Task material
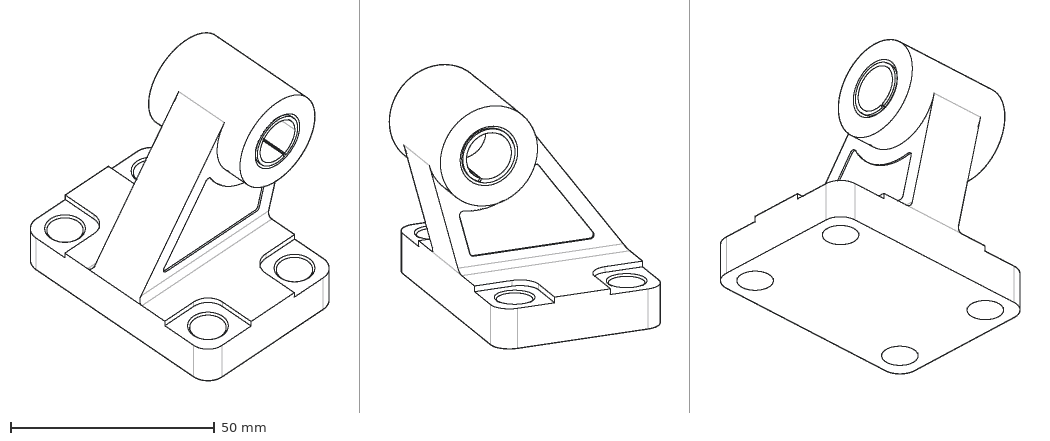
import cadquery as cq
import math

PLATE_LENGTH = 65.0
PLATE_DEPTH = 45.0
PLATE_HEIGHT = 12.0
CORNER_RADIUS = 5.0

SEAT_SIZE = 15.0
SEAT_DEPTH = 1.5
HOLE_DIAMETER = 9.0
HOLE_CHAMFER = 0.5
HOLE_INSET = SEAT_SIZE / 2

HUB_DIAMETER = 26.0
HUB_RADIUS = HUB_DIAMETER / 2
HUB_LENGTH = 32.0
HUB_Y = 40.5
HUB_Z = 45.0
BORE_CHAMFER = 0.7

WEB_THICKNESS = 16.0
FOOT_FILLET = 1.5
RIM_WIDTH = 4.0
POCKET_DEPTH = 0.5
POCKET_CORNER_RADIUS = 1.0

BUSHING_OUTER_DIAMETER = 14.0
BUSHING_INNER_DIAMETER = 12.0
BUSHING_LENGTH = HUB_LENGTH / 2
SLIT_WIDTH = 0.5
SLIT_ANGLE = 22.0


def cylinder_along_x(diameter, length, start_x):
    """Cylinder on the pivot axis, running from start_x towards +X."""
    return (
        cq.Workplane("YZ", origin=(start_x, HUB_Y, HUB_Z))
        .circle(diameter / 2)
        .extrude(length)
    )


def hub_tangent_point(y, z, side):
    """Point where a line from (y, z) touches the hub; side (+1 or -1) picks the tangent."""
    from_hub_y = y - HUB_Y
    from_hub_z = z - HUB_Z
    direction = math.atan2(from_hub_z, from_hub_y)
    spread = math.acos(HUB_RADIUS / math.hypot(from_hub_y, from_hub_z))
    angle = direction + side * spread
    return HUB_Y + HUB_RADIUS * math.cos(angle), HUB_Z + HUB_RADIUS * math.sin(angle)


def web_side_outline(start_x):
    """Side outline of the web: from the plate's top edges, tangent to the hub."""
    front_foot = (0, PLATE_HEIGHT)
    rear_foot = (PLATE_DEPTH, PLATE_HEIGHT)
    return cq.Workplane("YZ", origin=(start_x, 0, 0)).polyline([
        front_foot,
        rear_foot,
        hub_tangent_point(*rear_foot, 1),
        hub_tangent_point(*front_foot, -1),
    ]).close()


def make_plate():
    plate = (
        cq.Workplane("XY")
        .box(PLATE_LENGTH, PLATE_DEPTH, PLATE_HEIGHT, centered=(True, False, False))
        .edges("|Z")
        .fillet(CORNER_RADIUS)
    )
    seat_z = PLATE_HEIGHT - SEAT_DEPTH
    hole_radius = HOLE_DIAMETER / 2
    seat_block = 2 * SEAT_SIZE
    for corner_x in (-PLATE_LENGTH / 2, PLATE_LENGTH / 2):
        for corner_y in (0, PLATE_DEPTH):
            seat = (
                cq.Workplane("XY", origin=(corner_x, corner_y, seat_z))
                .rect(seat_block, seat_block)
                .extrude(SEAT_DEPTH)
                .edges("|Z")
                .fillet(CORNER_RADIUS)
            )
            hole_x = corner_x - math.copysign(HOLE_INSET, corner_x)
            hole_y = HOLE_INSET if corner_y == 0 else PLATE_DEPTH - HOLE_INSET
            hole = cq.Workplane("XY", origin=(hole_x, hole_y, 0)).circle(hole_radius).extrude(seat_z)
            mouth = (
                cq.Workplane("XY", origin=(hole_x, hole_y, seat_z))
                .circle(hole_radius + HOLE_CHAMFER)
                .workplane(offset=-HOLE_CHAMFER)
                .circle(hole_radius)
                .loft(ruled=True)
            )
            plate = plate.cut(seat).cut(hole).cut(mouth)
    return plate


def make_web():
    half_web = WEB_THICKNESS / 2
    half_foot = half_web + FOOT_FILLET
    fillet_top = PLATE_HEIGHT + FOOT_FILLET
    arc_sag = FOOT_FILLET * (1 - math.sqrt(0.5))
    fillet_mid_x = half_web + arc_sag
    fillet_mid_z = PLATE_HEIGHT + arc_sag
    web_top = HUB_Z + HUB_RADIUS
    front_section = (
        cq.Workplane("XZ")
        .moveTo(-half_foot, PLATE_HEIGHT)
        .lineTo(half_foot, PLATE_HEIGHT)
        .threePointArc((fillet_mid_x, fillet_mid_z), (half_web, fillet_top))
        .lineTo(half_web, web_top)
        .lineTo(-half_web, web_top)
        .lineTo(-half_web, fillet_top)
        .threePointArc((-fillet_mid_x, fillet_mid_z), (-half_foot, PLATE_HEIGHT))
        .close()
        .extrude(-(HUB_Y + HUB_RADIUS))
    )
    return web_side_outline(-half_foot).extrude(2 * half_foot).intersect(front_section)


def make_pocket(start_x):
    """Shallow pocket in one side of the web, with an even rim to the outline and the hub."""
    hub_clearance = cylinder_along_x(HUB_DIAMETER + 2 * RIM_WIDTH, POCKET_DEPTH, start_x)
    return (
        web_side_outline(start_x)
        .offset2D(-RIM_WIDTH)
        .extrude(POCKET_DEPTH)
        .cut(hub_clearance)
        .edges("|X")
        .fillet(POCKET_CORNER_RADIUS)
    )


def make_bracket():
    hub = cylinder_along_x(HUB_DIAMETER, HUB_LENGTH, -HUB_LENGTH / 2)
    bracket = make_plate().union(make_web())
    for pocket_x in (-WEB_THICKNESS / 2, WEB_THICKNESS / 2 - POCKET_DEPTH):
        bracket = bracket.cut(make_pocket(pocket_x))
    bore = cylinder_along_x(BUSHING_OUTER_DIAMETER, HUB_LENGTH, -HUB_LENGTH / 2)
    bored_hub = (
        hub.cut(bore)
        .faces("<X or >X")
        .edges(cq.selectors.RadiusNthSelector(0))
        .chamfer(BORE_CHAMFER)
    )
    return bracket.cut(bore).union(bored_hub)


def make_bushing(start_x):
    outside = cylinder_along_x(BUSHING_OUTER_DIAMETER, BUSHING_LENGTH, start_x)
    inside = cylinder_along_x(BUSHING_INNER_DIAMETER, BUSHING_LENGTH, start_x)
    slit = (
        cq.Workplane("XY", origin=(start_x, HUB_Y, HUB_Z))
        .box(BUSHING_LENGTH, SLIT_WIDTH, BUSHING_OUTER_DIAMETER, centered=(False, True, False))
        .rotate((0, HUB_Y, HUB_Z), (1, HUB_Y, HUB_Z), 180 + SLIT_ANGLE)
    )
    return outside.cut(inside).cut(slit)


bracket = make_bracket()
bushings = [make_bushing(start_x) for start_x in (-BUSHING_LENGTH, 0)]

result = cq.Compound.makeCompound([
    bracket.val(),
    *[bushing.val() for bushing in bushings],
])

Work to complete
Could you return each entry word for word, with the images omitted?

Result below
import cadquery as cq
import math

PLATE_LENGTH = 65.0
PLATE_DEPTH = 45.0
PLATE_HEIGHT = 12.0
CORNER_RADIUS = 5.0

SEAT_SIZE = 15.0
SEAT_DEPTH = 1.5
HOLE_DIAMETER = 9.0
HOLE_CHAMFER = 0.5
HOLE_INSET = SEAT_SIZE / 2

HUB_DIAMETER = 26.0
HUB_RADIUS = HUB_DIAMETER / 2
HUB_LENGTH = 32.0
HUB_Y = 40.5
HUB_Z = 45.0
BORE_CHAMFER = 0.7

WEB_THICKNESS = 16.0
FOOT_FILLET = 1.5
RIM_WIDTH = 4.0
POCKET_DEPTH = 0.5
POCKET_CORNER_RADIUS = 1.0

BUSHING_OUTER_DIAMETER = 14.0
BUSHING_INNER_DIAMETER = 12.0
BUSHING_LENGTH = HUB_LENGTH / 2
SLIT_WIDTH = 0.5
SLIT_ANGLE = 22.0


def cylinder_along_x(diameter, length, start_x):
    """Cylinder on the pivot axis, running from start_x towards +X."""
    return (
        cq.Workplane("YZ", origin=(start_x, HUB_Y, HUB_Z))
        .circle(diameter / 2)
        .extrude(length)
    )


def hub_tangent_point(y, z, side):
    """Point where a line from (y, z) touches the hub; side (+1 or -1) picks the tangent."""
    from_hub_y = y - HUB_Y
    from_hub_z = z - HUB_Z
    direction = math.atan2(from_hub_z, from_hub_y)
    spread = math.acos(HUB_RADIUS / math.hypot(from_hub_y, from_hub_z))
    angle = direction + side * spread
    return HUB_Y + HUB_RADIUS * math.cos(angle), HUB_Z + HUB_RADIUS * math.sin(angle)


def web_side_outline(start_x):
    """Side outline of the web: from the plate's top edges, tangent to the hub."""
    front_foot = (0, PLATE_HEIGHT)
    rear_foot = (PLATE_DEPTH, PLATE_HEIGHT)
    return cq.Workplane("YZ", origin=(start_x, 0, 0)).polyline([
        front_foot,
        rear_foot,
        hub_tangent_point(*rear_foot, 1),
        hub_tangent_point(*front_foot, -1),
    ]).close()


def make_plate():
    plate = (
        cq.Workplane("XY")
        .box(PLATE_LENGTH, PLATE_DEPTH, PLATE_HEIGHT, centered=(True, False, False))
        .edges("|Z")
        .fillet(CORNER_RADIUS)
    )
    seat_z = PLATE_HEIGHT - SEAT_DEPTH
    hole_radius = HOLE_DIAMETER / 2
    seat_block = 2 * SEAT_SIZE
    for corner_x in (-PLATE_LENGTH / 2, PLATE_LENGTH / 2):
        for corner_y in (0, PLATE_DEPTH):
            seat = (
                cq.Workplane("XY", origin=(corner_x, corner_y, seat_z))
                .rect(seat_block, seat_block)
                .extrude(SEAT_DEPTH)
                .edges("|Z")
                .fillet(CORNER_RADIUS)
            )
            hole_x = corner_x - math.copysign(HOLE_INSET, corner_x)
            hole_y = HOLE_INSET if corner_y == 0 else PLATE_DEPTH - HOLE_INSET
            hole = cq.Workplane("XY", origin=(hole_x, hole_y, 0)).circle(hole_radius).extrude(seat_z)
            mouth = (
                cq.Workplane("XY", origin=(hole_x, hole_y, seat_z))
                .circle(hole_radius + HOLE_CHAMFER)
                .workplane(offset=-HOLE_CHAMFER)
                .circle(hole_radius)
                .loft(ruled=True)
            )
            plate = plate.cut(seat).cut(hole).cut(mouth)
    return plate


def make_web():
    half_web = WEB_THICKNESS / 2
    half_foot = half_web + FOOT_FILLET
    fillet_top = PLATE_HEIGHT + FOOT_FILLET
    arc_sag = FOOT_FILLET * (1 - math.sqrt(0.5))
    fillet_mid_x = half_web + arc_sag
    fillet_mid_z = PLATE_HEIGHT + arc_sag
    web_top = HUB_Z + HUB_RADIUS
    front_section = (
        cq.Workplane("XZ")
        .moveTo(-half_foot, PLATE_HEIGHT)
        .lineTo(half_foot, PLATE_HEIGHT)
        .threePointArc((fillet_mid_x, fillet_mid_z), (half_web, fillet_top))
        .lineTo(half_web, web_top)
        .lineTo(-half_web, web_top)
        .lineTo(-half_web, fillet_top)
        .threePointArc((-fillet_mid_x, fillet_mid_z), (-half_foot, PLATE_HEIGHT))
        .close()
        .extrude(-(HUB_Y + HUB_RADIUS))
    )
    return web_side_outline(-half_foot).extrude(2 * half_foot).intersect(front_section)


def make_pocket(start_x):
    """Shallow pocket in one side of the web, with an even rim to the outline and the hub."""
    hub_clearance = cylinder_along_x(HUB_DIAMETER + 2 * RIM_WIDTH, POCKET_DEPTH, start_x)
    return (
        web_side_outline(start_x)
        .offset2D(-RIM_WIDTH)
        .extrude(POCKET_DEPTH)
        .cut(hub_clearance)
        .edges("|X")
        .fillet(POCKET_CORNER_RADIUS)
    )


def make_bracket():
    hub = cylinder_along_x(HUB_DIAMETER, HUB_LENGTH, -HUB_LENGTH / 2)
    bracket = make_plate().union(make_web())
    for pocket_x in (-WEB_THICKNESS / 2, WEB_THICKNESS / 2 - POCKET_DEPTH):
        bracket = bracket.cut(make_pocket(pocket_x))
    bore = cylinder_along_x(BUSHING_OUTER_DIAMETER, HUB_LENGTH, -HUB_LENGTH / 2)
    bored_hub = (
        hub.cut(bore)
        .faces("<X or >X")
        .edges(cq.selectors.RadiusNthSelector(0))
        .chamfer(BORE_CHAMFER)
    )
    return bracket.cut(bore).union(bored_hub)


def make_bushing(start_x):
    outside = cylinder_along_x(BUSHING_OUTER_DIAMETER, BUSHING_LENGTH, start_x)
    inside = cylinder_along_x(BUSHING_INNER_DIAMETER, BUSHING_LENGTH, start_x)
    slit = (
        cq.Workplane("XY", origin=(start_x, HUB_Y, HUB_Z))
        .box(BUSHING_LENGTH, SLIT_WIDTH, BUSHING_OUTER_DIAMETER, centered=(False, True, False))
        .rotate((0, HUB_Y, HUB_Z), (1, HUB_Y, HUB_Z), 180 + SLIT_ANGLE)
    )
    return outside.cut(inside).cut(slit)


bracket = make_bracket()
bushings = [make_bushing(start_x) for start_x in (-BUSHING_LENGTH, 0)]

result = cq.Compound.makeCompound([
    bracket.val(),
    *[bushing.val() for bushing in bushings],
])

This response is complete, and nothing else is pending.